Remember that you have already completed the spreadsheet containing the complete paired listing of Blogspot and its equivalent new URLs in the new domain. This was done in step 2 (in part one of this tutorial, link to example spreadsheet provided above).

You are going to use that data to automatically determine the link rel canonical tag. In MS Excel, a clever function like CONCATENATE can make these things very easy.

If the Blogger URL and the Equivalent New Domain URL are the only variables, then all of the elements in the Blogger link rel canonical script are constants.

To develop the formula in MS Excel, let’s start with the first row (you can then copy and drag the formula to any rows you need). Suppose the following:

Cell A2(variable) => Blogger URL first entry

Cell B2(variable) => Equivalent URL in the New Domain of Cell A2

By the way, column A and Column B in MS Excel are taken from the data resulting from step 2 in part one of this tutorial. .

Cell C2 (constant)=> <b:if cond=’data:blog.url == &quot;

Cell D2(constant) => &quot;’><link href=’

Cell E2(constant) => ‘ rel=’canonical’/></b:if>

Therefore, the final link rel canonical script outputted in Cell F2 is a combination of Cell A2 to E2 using concatenate function:

=CONCATENATE(C2,A2,D2,B2,E2)

If this seems too complex to imagine, download this link rel canonical automation Excel template: http://www.php-developer.org/link-rel-canonical-automation-excel-template-for-blogger/

Extract the file in the zip archive and then open the spreadsheet (requires MS Excel or Open office Calc).

Now, using the data you have processed in step two, part one of this tutorial,  copy and paste the Blogger URLs to column A while the equivalent URLs in the new domain SHOULD be in Column B (do NOT ever interchange them or distort the pairing). Since the front page URL was already completed in the fifth step, exclude it from the data.

IMPORTANT: To paste the data “safely” into MS Excel, you can use Paste Special, then select ONLY text option.

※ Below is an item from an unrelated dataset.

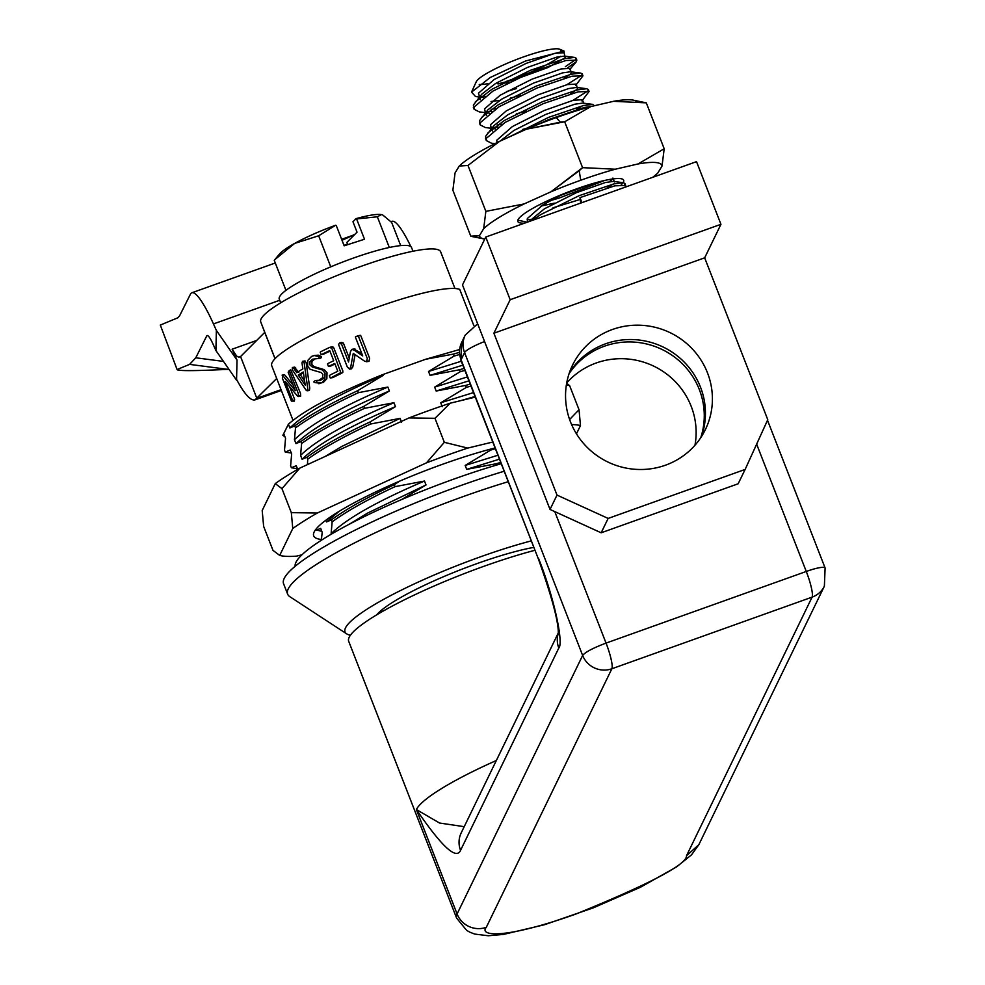 <?xml version="1.0" encoding="UTF-8"?>
<svg xmlns="http://www.w3.org/2000/svg" width="985" height="985" viewBox="0 0 985 985"><rect width="100%" height="100%" fill="white"/><g stroke="black" fill="none" stroke-linecap="round" stroke-linejoin="round"><path stroke-width="1.48" d="M216.368 330.406L215.912 350.525L236.56 380.222L237.016 360.091L216.368 330.406L213.462 323.93A62.461 10.86 -109.6 0 0 191.841 292.779A62.461 10.86 -109.6 0 0 190.45 294.17L179.492 316.025L177.805 317.81L160.321 325.062L177.152 369.72C178.962 370.717 189.071 370.877 207.478 370.225L229.012 369.363M215.912 350.525L213.006 344.06A17.04 2.967 -109.6 0 0 207.109 335.565A17.04 2.967 -109.6 0 0 206.727 335.934L195.781 357.789L189.576 364.376L177.583 369.338M276.699 378.486L255.004 399.885C250.547 400.895 244.415 394.098 236.585 379.471M177.152 369.72L160.321 325.062M390.983 221.687L391.981 221.329A62.461 10.86 70.4 0 1 410.88 246.644M237.016 360.091L232.128 349.207L236.634 356.065L238.789 357.186L240.562 356.558L256.851 398.322L281.07 389.678M454.947 288.506L440.64 251.803A96.542 15.6 158.7 0 0 345.082 272.316A96.542 15.6 158.7 0 0 260.742 321.923L264.743 332.388L240.562 356.558M275 358.712L264.743 332.388M694.967 445.232A73.826 71.77 25.9 0 0 654.052 366.297A73.826 71.77 25.9 0 0 566.707 382.956M534.99 550.27A130.611 21.104 158.7 0 0 349.195 637.233A130.611 21.104 158.7 0 0 348.702 641.321L456.597 918.057A130.611 21.104 158.7 0 1 457.089 913.969A22.717 22.089 25.9 0 0 486.307 927.316L611.857 668.766A22.717 22.089 -154.1 0 1 582.64 655.431L464.563 352.593L461.079 359.771L538.352 558.889C552.24 597.883 558.877 622.963 558.261 634.106L559.443 630.572M464.218 826.674L439.519 823.017L416.372 809.535A130.611 21.104 -21.3 0 1 496.354 760.494M538.438 558.187C552.942 593.77 564.073 642.86 558.803 648.032L460.561 850.338C455.205 862.725 434.163 835.452 416.372 809.535L457.089 913.969L582.64 655.431C585.385 652.058 593.179 647.945 606.046 643.094A22.717 3.854 70.3 0 1 611.857 668.766L812.096 597.132L686.545 855.682C687.013 864.399 649.965 883.914 575.388 914.24C501.427 940.441 479.055 935.405 486.307 927.316M460.561 850.338A22.717 22.089 -154.1 0 1 461.202 832.879L558.298 632.924M569.059 373.734A73.826 71.77 -154.1 0 1 662.191 349.54A73.826 71.77 -154.1 0 1 700.754 437.685M560.416 56.391L558.163 57.819C548.165 64.665 533.55 71.597 514.33 78.64L506.265 81.386M480.397 99.694L478.488 93.206L494.101 79.539L525.965 63.471L554.986 53.288L564.06 52.734L565.242 57.709L548.103 67.472L514.712 79.613L497.905 83.897L508.358 82.666M516.571 88.552L506.401 91.593M484.989 96.21L480.003 96.653M480.163 96.727L483.167 97.527L475.533 96.53L471.544 92.11L490.21 77.519L525.621 60.971L564.036 51.072L564.233 53.178M564.048 51.072L559.751 49.25A45.433 7.338 158.7 0 0 523.084 57.068A45.433 7.338 158.7 0 0 476.235 81.804L471.544 92.11M479.227 84.476A45.433 7.338 158.7 0 0 487.821 83.676M560.157 52.279A45.433 7.338 158.7 0 0 560.834 50.789M581.926 202.639L579.968 197.616L614.763 185.833L625.709 185.463L624.995 187.236M579.968 197.616L580.744 203.07M528.502 221.748L527.332 220.431L527.344 218.522L542.957 204.843L563.728 193.75M612.448 179.258L609.432 181.671M554.321 203.156L540.937 206.099M496.982 142.603L496.809 140.202L512.422 126.523L544.286 110.468L573.307 100.285L582.381 99.719L583.908 103.634M492.562 128.481L495.381 128.85L492.845 128.259M492.032 127.878L490.69 126.449L490.702 124.541L506.315 110.862L538.179 94.806L567.2 84.624L576.274 84.057L577.456 89.044L570.475 93.87M489.274 113.189L486.27 112.388M485.383 112.844L484.595 108.867L500.208 95.2L532.072 79.145L561.093 68.95L570.167 68.396L571.349 73.382L564.368 78.197M560.576 56.367L558.163 57.819M485.322 112.672L479.239 111.871L474.081 109.236L474.13 107.033L492.919 91.1L531.112 72.299L565.907 60.516L576.853 60.147L576.2 61.846L567.631 67.817M491.626 128.358L485.346 127.533L480.188 124.898L480.237 122.706L499.026 106.762L537.219 87.96L572.014 76.19L582.96 75.808L575.806 85.276M491.897 111.317L487.747 111.81M494.889 143.65L491.453 143.207L486.294 140.559L486.344 138.368L505.133 122.423L543.326 103.634L578.121 91.851L589.067 91.482L581.913 100.938M498.004 126.979L493.854 127.471M534.301 125.945L549.433 119.296L584.228 107.513L591.985 106.306M604.605 180.464L559.184 198.059L550.184 200.657M528.97 221.588L528.317 221.625M527.234 222.204L517.864 220.16M528.871 221.625L544.483 208.758L576.36 192.703L605.381 182.52L613.347 181.4L623.394 182.718L624.946 183.505L624.625 184.761M613.027 184.096L607.117 187.852M580.227 199.45L552.967 207.81M500.245 141.015L513.948 130.439L545.813 114.383L574.834 104.201L582.812 103.08L592.859 104.398L594.423 105.74M582.492 105.777L576.582 109.532M531.765 126.979L522.432 129.491M492.611 131.03L492.131 128.838M486.122 139.501L485.58 136.41L494.051 125.464L507.841 114.777L539.706 98.722L568.727 88.539L576.705 87.419L577.801 87.973M526.618 111.034L516.325 113.817M486.504 115.368L486.024 113.177M480.015 123.839L479.473 120.749L487.944 109.791L501.734 99.116L533.599 83.06L562.62 72.865L570.598 71.757L571.694 72.311M520.511 95.36L510.218 98.155M499.715 100.371L491.072 101.492M480.003 99.029L479.917 97.515M473.908 108.178L473.366 105.075L481.837 94.129L495.627 83.454L527.492 67.399L556.513 57.204L564.491 56.096L574.538 57.413L576.09 58.189L575.769 59.445M531.555 220.665L541.011 214.447L579.205 195.658L614 183.875L623.394 182.718M538.032 218.35L533.882 219.002M530.73 219.396L527.172 219.692M593.068 183.481L559.677 195.707M508.728 137.186L548.67 117.338L583.465 105.555L592.859 104.398M487.55 133.221L504.369 120.466L542.563 101.677L577.358 89.894L586.752 88.736L588.304 89.524L587.983 90.78M587.922 90.879L572.938 100.371M502.202 124.221L497.24 125.021M481.443 117.56L498.262 104.804L536.456 86.003L571.251 74.232L580.645 73.075L582.197 73.85L581.876 75.106M581.815 75.205L566.831 84.71M496.095 108.547L491.133 109.36M475.336 101.898L492.155 89.142L530.349 70.341L565.144 58.558L574.538 57.413M575.708 59.543L565.328 66.697M601.158 532.799L608.139 518.43L557.005 495.086L550.024 509.442L601.158 532.799L738.159 483.783L745.14 469.426L608.139 518.43M720.946 224.309L510.168 299.711L485.74 237.053L696.518 161.651L720.946 224.309L704.669 257.824L767.771 419.684L745.14 469.426M510.168 299.711L493.891 333.225L557.005 495.086M485.74 237.053L462.494 284.936L550.024 509.442M707.476 372.835A73.826 71.77 25.9 0 0 641.629 325.296A73.826 71.77 25.9 0 0 572.568 365.09A73.826 71.77 25.9 0 0 607.622 461.891A73.826 71.77 25.9 0 0 705.383 429.583A73.826 71.77 25.9 0 0 707.476 372.835M569.49 372.465A73.826 71.77 -154.1 0 1 638.748 339.997A73.826 71.77 -154.1 0 1 700.507 387.191A73.826 71.77 -154.1 0 1 701.48 436.564M493.891 333.225L704.669 257.824M301.952 554.801L296.387 556.156A167.659 27.1 -21.3 0 1 279.703 555.417L272.993 550.381L263.635 526.372L262.195 510.513L275.258 483.61L281.956 488.634L291.326 512.656L292.767 528.514A167.659 27.1 -21.3 0 1 317.342 513.013L291.326 512.656M279.703 555.417L292.767 528.514M281.956 488.634L299.834 468.109L408.947 417.948L434.976 418.305L450.219 403.185L475.275 397.127M317.342 513.013L426.456 462.851A167.659 27.1 -21.3 0 1 467.727 448.089L444.333 442.327L426.456 462.851M444.333 442.327L434.976 418.305M467.727 448.089L492.783 442.031M571.608 424.584A167.659 27.1 -21.3 0 1 580.473 425.582L579.032 409.723L569.613 419.524M579.032 409.723L569.662 385.714L566.658 383.214M566.4 384.766L569.662 385.714M408.947 417.948A167.659 27.1 -21.3 0 1 450.219 403.185M321.369 539.448A124.935 20.192 -21.3 0 1 313.686 535.877A124.935 20.192 -21.3 0 1 372.01 493.707A124.935 20.192 -21.3 0 1 495.098 447.953M580.473 425.582L576.459 433.831M275.258 483.61A167.659 27.1 -21.3 0 1 299.834 468.109M382.956 374.522L383.263 375.31L357.666 390.713C330.615 403.321 309.635 415.054 294.749 425.902L289.885 427.958L288.42 424.19C304.747 409.822 336.254 393.261 382.956 374.522L425.705 359.254L453.371 354.095L454.134 356.053L459.552 354.502M357.666 390.713L358.429 392.67L387.844 387.056L389.37 390.971L363.773 406.374L364.536 408.332L393.951 402.717L395.477 406.633L369.88 422.036L370.643 423.993L400.058 418.379L401.584 422.294M399.614 481.148L394.308 484.694L395.071 486.652L424.486 481.037L426.012 484.952L401.474 499.629M490.431 449.172L490.776 450.046L465.179 465.437L466.705 469.365L496.12 463.75L496.625 465.068M442.265 406.706L440.738 402.791L466.348 387.388L470.965 386.046M454.134 356.053L428.524 371.456L430.051 375.371L459.478 369.769L460.241 371.727L434.631 387.13L436.158 391.045L465.585 385.43L466.348 387.388M459.478 369.769L464.095 368.427M430.051 375.371L462.827 365.164M504.185 471.249A170.368 27.531 158.7 0 0 284.222 578.38A170.368 27.531 158.7 0 0 283.569 583.711L287.645 594.152A170.368 27.531 158.7 0 0 289.836 596.688L346.72 633.872A130.611 21.104 158.7 0 0 350.389 635.251M508.26 481.702A170.368 27.531 158.7 0 0 463.812 496.366A170.368 27.531 158.7 0 0 288.285 588.821A170.368 27.531 158.7 0 0 287.645 594.152M303.306 371.973L305.202 385.123L298.283 375.039A105.629 17.065 -21.3 0 1 303.306 371.973M321.836 531.358L315.545 529.733M307.443 464.6L307.726 459.182L306.963 457.225C321.849 446.377 342.829 434.656 369.88 422.036M307.726 459.182C322.612 448.335 343.593 436.614 370.643 423.993M291.301 453.038L285.281 452.09L290.132 450.034L291.659 453.95L290.624 465.806L291.388 467.764L296.239 465.708L297.765 469.623M297.408 468.712L291.388 467.764M285.281 452.09L284.517 450.133L285.551 438.288L284.025 434.373L282.867 435.296L288.42 424.19M473.847 325.641L459.724 289.393A102.218 16.523 -21.3 0 0 360.892 313.279A102.218 16.523 -21.3 0 0 272.131 362.566A102.218 16.523 -21.3 0 0 271.737 365.767L292.988 420.263M460.241 371.727L464.858 370.385M465.585 385.43L470.202 384.088M436.158 391.045L468.934 380.838M434.631 387.13L467.407 376.923M428.524 371.456L461.3 361.249M331.305 534.178L331.108 533.685C346.966 518.344 378.092 500.799 424.486 481.037M331.108 533.685L332.154 521.841C347.04 510.993 368.021 499.26 395.071 486.652M325.075 456.511L341.549 446.574L400.058 418.379M298.283 375.039L300.339 374.743A102.218 16.523 -21.3 0 1 303.429 372.822M466.705 469.365L499.469 459.158M465.179 465.437L497.942 455.23M531.321 540.876A130.611 21.104 158.7 0 0 480.101 556.956A130.611 21.104 158.7 0 0 346.72 633.872M376.627 614.886A98.808 15.969 -21.3 0 1 442.142 577.296A98.808 15.969 -21.3 0 1 533.858 547.365M306.963 457.225L302.099 459.281L300.573 455.365L301.619 443.521L300.856 441.563C315.742 430.716 336.722 418.982 363.773 406.374M301.619 443.521C316.505 432.674 337.486 420.94 364.536 408.332M304.599 380.986L300.339 374.743M296.719 372.65A105.629 17.065 -21.3 0 1 302.863 368.907L301.989 362.911L302.518 361.36L304.143 362.726L307.726 388.398L307.369 390.688L306.323 390.454L292.348 369.904L292.36 367.553L293.555 368.058L296.719 372.65M339.172 511.326L326.527 521.939L331.391 519.883C346.277 509.036 367.257 497.302 394.308 484.694M490.776 450.046L495.393 448.704M496.12 463.75L500.737 462.408M331.391 519.883L332.154 521.841M289.885 427.958C305.744 412.616 336.87 395.071 383.263 375.31M440.738 402.791L473.514 392.584M460.648 400.661L475.041 396.499M302.099 459.281C317.958 443.94 349.084 426.394 395.477 406.633M300.573 455.365C316.431 440.024 347.557 422.479 393.951 402.717M284.997 436.872L282.867 435.296M425.705 359.254L459.601 349.515M381.441 612.054A90.866 14.689 -21.3 0 1 380.124 611.34M315.434 358.503L311.962 361.446L311.851 364.536L314.141 366.629L324.287 369.658L327.02 372.786L326.848 378.782L323.302 382.488L318.512 383.325L316.813 382.155L316.727 380.998M323.302 382.488L321.319 382.783C314.264 383.067 312.245 382.365 315.249 380.678L318.364 380.69L322.587 377.735L322.858 374.374L321.307 372.564L313.87 370.458M313.846 370.446L309.967 369.166M309.955 369.153L307.665 366.161L307.776 360.412L311.629 356.385L314.326 355.511L319.202 356.792L318.746 358.442L312.442 359.217L309.979 361.741L309.869 364.819L312.159 366.937L322.304 369.941L325.038 373.069L324.865 379.065L322.883 381.724M314.326 355.511L318.241 355.142L321.184 356.508L321.172 357.641L319.793 358.331L320.728 358.158M318.414 380.382L320.396 380.419L324.558 377.464M318.746 358.442L317.81 358.626M349.244 358.121L343.506 343.408L341.992 342.435L339.899 342.743L341.413 343.716L348.555 362.012L350.389 351.928L351.694 349.392L354.366 350.217L362.726 355.93L355.585 337.621L355.499 336.771L358.158 335.676L367.331 358.552L366.42 361.766L369.03 361.347L369.597 358.232L360.941 336.02L360.436 335.331L357.74 336.439M351.694 349.392L353.049 349.453M355.216 349.146L353.849 349.084L361.766 353.467M294.7 399.91L293.752 400.76L294.478 399.073L289.799 387.068M297.372 395.933L285.17 381.392L292.188 399.405L291.425 401.092L282.399 378.228L282.51 375.31L295.352 390.676L288.174 372.268L289.245 370.545L298.295 393.446L298.553 396.426L297.384 395.933L298.553 396.426M294.306 401.104L291.425 401.092M284.8 374.977L293.296 385.394M290.637 369.904L289.245 370.545M290.71 369.892L300.425 393.138L300.696 396.118L299.514 395.613M331.058 347.323L329.643 347.385L331.859 348.333L340.81 372.613L330.985 377.797L330.246 377.944L329.322 375.593L330.406 374.842A105.629 17.065 -21.3 0 1 337.793 371.259L334.752 363.453A105.629 17.065 -21.3 0 0 329.15 366.149L328.399 366.297L329.15 366.149M330.985 377.797L330.246 377.944M332.967 377.489L341.795 373.143L342.829 372.318L342.792 370.803L333.866 348.05L333.065 347.052L330.504 347.262M329.593 347.41L320.876 351.645M331.182 347.397L332.327 346.942M300.856 441.563L295.993 443.619C311.851 428.278 342.977 410.733 389.37 390.971M294.749 425.902L295.512 427.859C310.398 417.012 331.379 405.278 358.429 392.67M315.816 530.41L320.667 528.354L322.193 532.269L321.319 540.285M326.527 521.939L325.863 520.215M295.993 443.619L294.466 439.704L295.512 427.859M366.777 361.667L364.672 361.224L353.258 353.393L350.697 367.233L349.306 369.116L351.386 368.821L350.315 368.378M366.9 360.904L369.03 361.347M358.158 335.676L360.424 335.331M340.921 343.026L338.581 344.073L338.705 344.922L347.36 367.122L349.65 369.018M343.014 342.718L340.662 343.777M355.092 354.674L352.79 366.925L351.386 368.809M329.95 351.128L323.831 354.058M334.974 364.007A102.218 16.523 158.7 0 0 331.145 365.866L330.394 366.014L331.145 365.866M305.387 361.101L304.513 361.064L306.138 362.443L309.746 388.102L309.401 390.405L308.367 390.146L309.401 390.405M295.648 367.762L294.453 367.233L298.775 372.355M321.861 354.403L322.649 354.009A105.629 17.065 -21.3 0 1 329.741 350.574L333.693 360.732A105.629 17.065 158.7 0 0 328.091 363.44L327.488 363.958L328.399 366.297M321.122 354.551L320.211 352.199L320.802 351.694M453.371 354.095L459.441 352.359M292.36 367.553L293.555 368.058M307.369 390.688L306.323 390.454M302.518 361.36L303.392 361.396M349.318 524.205L367.504 513.136L426.012 484.952M294.466 439.704C310.324 424.363 341.45 406.817 387.844 387.056M295.155 566.289A153.328 24.773 -21.3 0 1 295.956 562.287A153.328 24.773 -21.3 0 1 501.242 463.713M335.713 225.22A56.785 9.173 158.7 0 0 294.65 243.418L318.66 235.784L335.713 225.22M318.66 235.784L330.763 266.837M389.321 247.481L377.353 216.799L381.355 214.595L382.697 214.952A56.785 9.173 158.7 0 0 382.315 214.816M336.254 225.516L344.171 245.807L364.499 239.232L356.595 218.941L377.353 216.799M381.183 214.57A56.785 9.173 158.7 0 0 380.936 214.533A56.785 9.173 158.7 0 0 356.053 218.645L356.595 218.941M355.031 234.208A45.433 7.338 -21.3 0 1 342.004 240.242M347.717 244.649L346.855 242.421L357.038 232.189L352.962 221.748L356.053 218.645M274.815 259.634L294.65 243.418A56.785 9.173 158.7 0 0 279.469 254.093L274.815 259.634M285.945 290.353L274.273 260.385M400.698 245.61L391.661 222.425L382.697 214.952M343.987 245.351L347.533 244.181M412.986 251.237L411.533 247.506A70.982 11.475 158.7 0 0 346.954 260.422A70.982 11.475 158.7 0 0 279.531 296.854A70.982 11.475 158.7 0 0 279.26 299.083L280.713 302.801M646.197 102.834L633.22 100.138A97.774 15.797 -21.3 0 0 613.569 101.307L646.295 102.846L664.198 148.76L646.295 102.859L613.569 101.307L590.877 106.552A97.774 15.797 158.7 0 0 556.328 117.572L560.256 122.202L564.676 121.758L582.566 167.659L615.305 169.211A97.774 15.797 158.7 0 0 580.756 180.23A97.774 15.797 158.7 0 1 615.305 169.211L637.997 163.966L664.198 148.76L662.018 166.096A97.774 15.797 158.7 0 0 637.997 163.966L664.198 148.76L662.018 166.096L657.82 172.978A97.774 15.797 158.7 0 1 652.636 177.349A97.774 15.797 158.7 0 0 657.82 172.978L662.018 166.096A97.774 15.797 158.7 0 0 637.997 163.966L615.305 169.211L582.566 167.647L564.676 121.771L526.495 129.158L499.617 141.311L467.973 165.455L485.864 211.356L524.045 203.957L550.923 191.816L582.566 167.672L579.18 170.737L580.756 180.23A97.774 15.797 158.7 0 0 550.923 191.816L579.18 170.737L580.756 180.23A97.774 15.797 158.7 0 0 550.923 191.816L524.045 203.957A97.774 15.797 -21.3 0 0 483.672 228.692L479.486 235.587A97.774 15.797 158.7 0 0 483.857 238.887A97.774 15.797 158.7 0 0 484.78 239.035A97.774 15.797 158.7 0 1 479.486 235.587L472.825 236.696L470.768 236.166L479.486 235.587L483.672 228.692A97.774 15.797 -21.3 0 1 524.045 203.957L485.864 211.369L483.672 228.692L485.864 211.356M636.655 101.59A97.774 15.797 -21.3 0 0 613.569 101.307L590.877 106.552L564.688 121.771L590.877 106.552A97.774 15.797 158.7 0 0 556.328 117.572A97.774 15.797 158.7 0 0 526.495 129.158L499.617 141.311L467.973 165.455L459.244 166.034A97.774 15.797 -21.3 0 1 499.617 141.311A97.774 15.797 -21.3 0 0 459.244 166.034L467.973 165.468M560.256 122.202L526.495 129.158A97.774 15.797 158.7 0 1 556.328 117.572L560.256 122.202M455.058 172.929L459.244 166.034L455.058 172.929L452.878 190.265L470.768 236.154L452.878 190.265L455.058 172.929M576.557 188.874A56.785 9.173 -21.3 0 1 621.276 184.7A56.785 9.173 -21.3 0 0 623.653 180.206A56.785 9.173 -21.3 0 0 576.557 188.874A56.785 9.173 -21.3 0 0 526.458 212.181A56.785 9.173 -21.3 0 0 524.673 223.127A56.785 9.173 -21.3 0 1 517.839 221.465A56.785 9.173 -21.3 0 1 576.557 188.874M207.65 335.614L206.727 335.934M195.781 357.789L223.484 361.409M228.089 369.4L189.576 364.376M213.462 323.93L279.728 300.277M256.679 340.441L232.128 349.207M275.061 358.651L260.742 321.923M460.992 360.485L461.731 342.312A22.717 22.089 25.9 0 0 461.079 359.771A22.717 3.669 158.7 0 0 460.992 360.485L538.352 558.889M554.777 511.621L606.046 643.094L806.272 571.46L756.64 444.149M484.558 341.536A22.717 3.669 158.7 0 0 464.563 352.593A22.717 22.089 -154.1 0 1 465.215 335.122L477.639 323.794M686.545 855.682L698.833 844.711L824.383 586.173A22.717 22.089 -154.1 0 1 812.096 597.132A22.717 3.854 -109.7 0 0 806.272 571.46A22.717 3.669 158.7 0 1 825.11 568L767.512 420.25M558.803 648.032A22.717 22.089 -154.1 0 1 558.298 633.441M255.004 399.885L281.378 390.466M352.778 235.329L341.635 239.306M275.283 262.995L191.841 292.779M381.626 610.072L382.217 611.611M461.731 342.312L465.215 335.122M824.383 586.173L825.11 568M698.833 844.711L691.532 854.832L676.498 866.972L640.361 887.3L593.29 907.85L544.508 924.73L503.409 934.433L488.277 935.75L474.733 934.075L469.956 932.241L466.594 930.332L456.597 918.057M569.699 69.615L576.2 61.846M576.705 87.419L586.752 88.736M570.598 71.757L580.645 73.075M473.317 107.279L474.081 109.236M479.424 122.94L480.188 124.898M485.531 138.602L486.294 140.559M576.09 58.189L576.853 60.147M582.197 73.85L582.96 75.808M588.304 89.524L589.067 91.482M624.946 183.505L625.709 185.463M527.332 220.431L527.923 221.957M612.916 178.039L614.443 181.954M490.69 126.449L491.49 128.518M320.704 383.374L318.647 383.67M315.249 380.678L317.416 380.358M318.364 380.69L320.396 380.407M318.217 358.614L320.199 358.318M352.088 349.281L354.255 348.973M282.104 375.15L284.431 374.805M298.332 396.524L300.474 396.204M330.541 377.944L332.524 377.649M332.228 346.905L330.258 347.188M328.707 366.297L330.701 366.014M323.412 354.255L321.418 354.551M302.814 361.261L304.808 360.966M307.049 390.811L309.093 390.516M292.668 367.43L294.724 367.134M483.857 238.887L473.12 236.757"/></g></svg>

The processed data will now be look like what you can see at the following link: http://www.php-developer.org/wp-content/uploads/tutorials/filledindatalinkreltemplate.jpg

Now select all of the resulting link rel canonical script in Column F (all rows which are not empty — if you have 53 URLs, then there are 53 rows to be selected). Copy and paste it to a text editor such as notepad. It will then be look like this (please unchecked the wrap text option in notepad): http://www.php-developer.org/wp-content/uploads/tutorials/pastedatnotepadscreenshot.jpg

The sixth step is complete.

The last and the most important step is to finally paste the link rel canonical script created in the sixth step to the Blogger template source code below the front page link rel canonical tag:

<b:if cond=’data:blog.url == &quot;http://webdevelopmentexperts.blogspot.com/&quot;’><link href=’http://www.php-developer.org/’ rel=’canonical’/></b:if>

Paste in the remaining link rel canonical script for the Blogger post URLs pointing to the new domain URLs. After pasting this, it should now look like this:

Finally, hit “Save Template.” And now, using a browser, open any of your Blogspot post URLs, and then view the source code. It should contain a specific link rel canonical tag in the <head> tag that contains that specific Blogger post URL pointing to the equivalent post URL in another domain using a different host.

It will take at most three to six months for Google and other search engines to mature the transferring of page and link properties to the new domain. You will then notice that the new domain will replace the previously ranking Blogspot URLs.

Of course, if you need to update your blog, such as by adding content, you should update your new domain and never touch the Blogger-hosted blogs. Below is what you should do:

a. Do not delete your Blogger-hosted blogs.

b. Do not update your Blogger-hosted blogs anymore; instead, update your new website.

c. Do not worry about contacting your partners to change their links. The link rel canonical tag will do everything to transfer the link properties to your new domain.